NovelToon NovelToon
Reborn To Revenge

Reborn To Revenge

Status: sedang berlangsung
Genre:Action / Reinkarnasi / Kehidupan di Sekolah/Kampus / Balas dendam dan Kelahiran Kembali / Bullying dan Balas Dendam
Popularitas:568
Nilai: 5
Nama Author: Lynnshaa

Seorang siswa SMA yang bernama Revan Abigail adalah siswa yang pendiam dan lemah ternyata Revan adalah reinkarnasi seorang Atlet MMA yang bernama Zaine Leonhart yang ingin balas dendam kepada Presdirnya.
Siapakah Zaine Leonhart yang sebenarnya? mengapa Zaine melakukan Reinkarnasi? Rahasia kelam apa yang disembunyikan Presdir itu?
Ikuti misteri yang ada di dalam cerita ini!

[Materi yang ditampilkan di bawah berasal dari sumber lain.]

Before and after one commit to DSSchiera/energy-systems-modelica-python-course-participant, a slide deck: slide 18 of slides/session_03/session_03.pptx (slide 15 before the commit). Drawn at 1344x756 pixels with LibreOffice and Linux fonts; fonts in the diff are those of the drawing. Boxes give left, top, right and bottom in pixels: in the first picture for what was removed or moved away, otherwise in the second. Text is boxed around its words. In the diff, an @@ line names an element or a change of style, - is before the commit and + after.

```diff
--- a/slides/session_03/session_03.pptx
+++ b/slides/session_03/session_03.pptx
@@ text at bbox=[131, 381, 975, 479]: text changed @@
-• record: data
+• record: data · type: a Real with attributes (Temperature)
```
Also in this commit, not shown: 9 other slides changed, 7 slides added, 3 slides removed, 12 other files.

Karya ini diterbitkan atas izin NovelToon Lynnshaa, isi konten hanyalah pandangan pribadi pembuatnya, tidak mewakili NovelToon sendiri

Bab 11 - ELIAS VAREN

Revan tak bisa tidur. Lagi.

Ia berbaring di ranjang, menatap langit-langit yang gelap. Pikirannya penuh dengan kemungkinan.

Apa yang akan Darius katakan kali ini?

Apakah dia benar-benar tahu sesuatu tentang Zaine, atau ini hanya permainan lain?

Di kepalanya, wajah Zaine muncul—senyum khasnya, suara tawanya yang dulu terasa begitu akrab. Tapi kemudian, semuanya menjadi buram. Seakan ada sesuatu yang hilang dari ingatannya.

Revan menutup matanya rapat.

Besok, ia akan mencari jawaban. Dan ia harus siap menghadapi apa pun.

...***...

Revan sedang berizin ke guru untuk melewati pelajaran kelas dan beralasan sedang sibuk dengan acara keluarga.

Riko mematikan mesin mobil, lalu menatap Revan melalui kaca spion.

"Ini kesempatan terakhir untuk berubah pikiran," katanya pelan.

Revan menarik napas dalam. "Gue udah mutusin."

Emma di kursi belakang menggenggam lengan Revan sebentar, memberi dorongan semangat.

"Oke," kata Riko akhirnya. "Kalo terjadi sesuatu, gue ada di sini. Jangan terlalu lama."

Revan mengangguk sebelum keluar dari mobil. Ia berjalan menuju gudang tua yang ditunjukkan Darius sebagai tempat pertemuan. Setiap langkahnya terasa berat, tapi ia terus maju.

Begitu masuk ke dalam, ruangan itu remang-remang. Bau debu dan kayu lapuk memenuhi udara.

Dan di sana, di tengah ruangan, Darius sudah menunggu.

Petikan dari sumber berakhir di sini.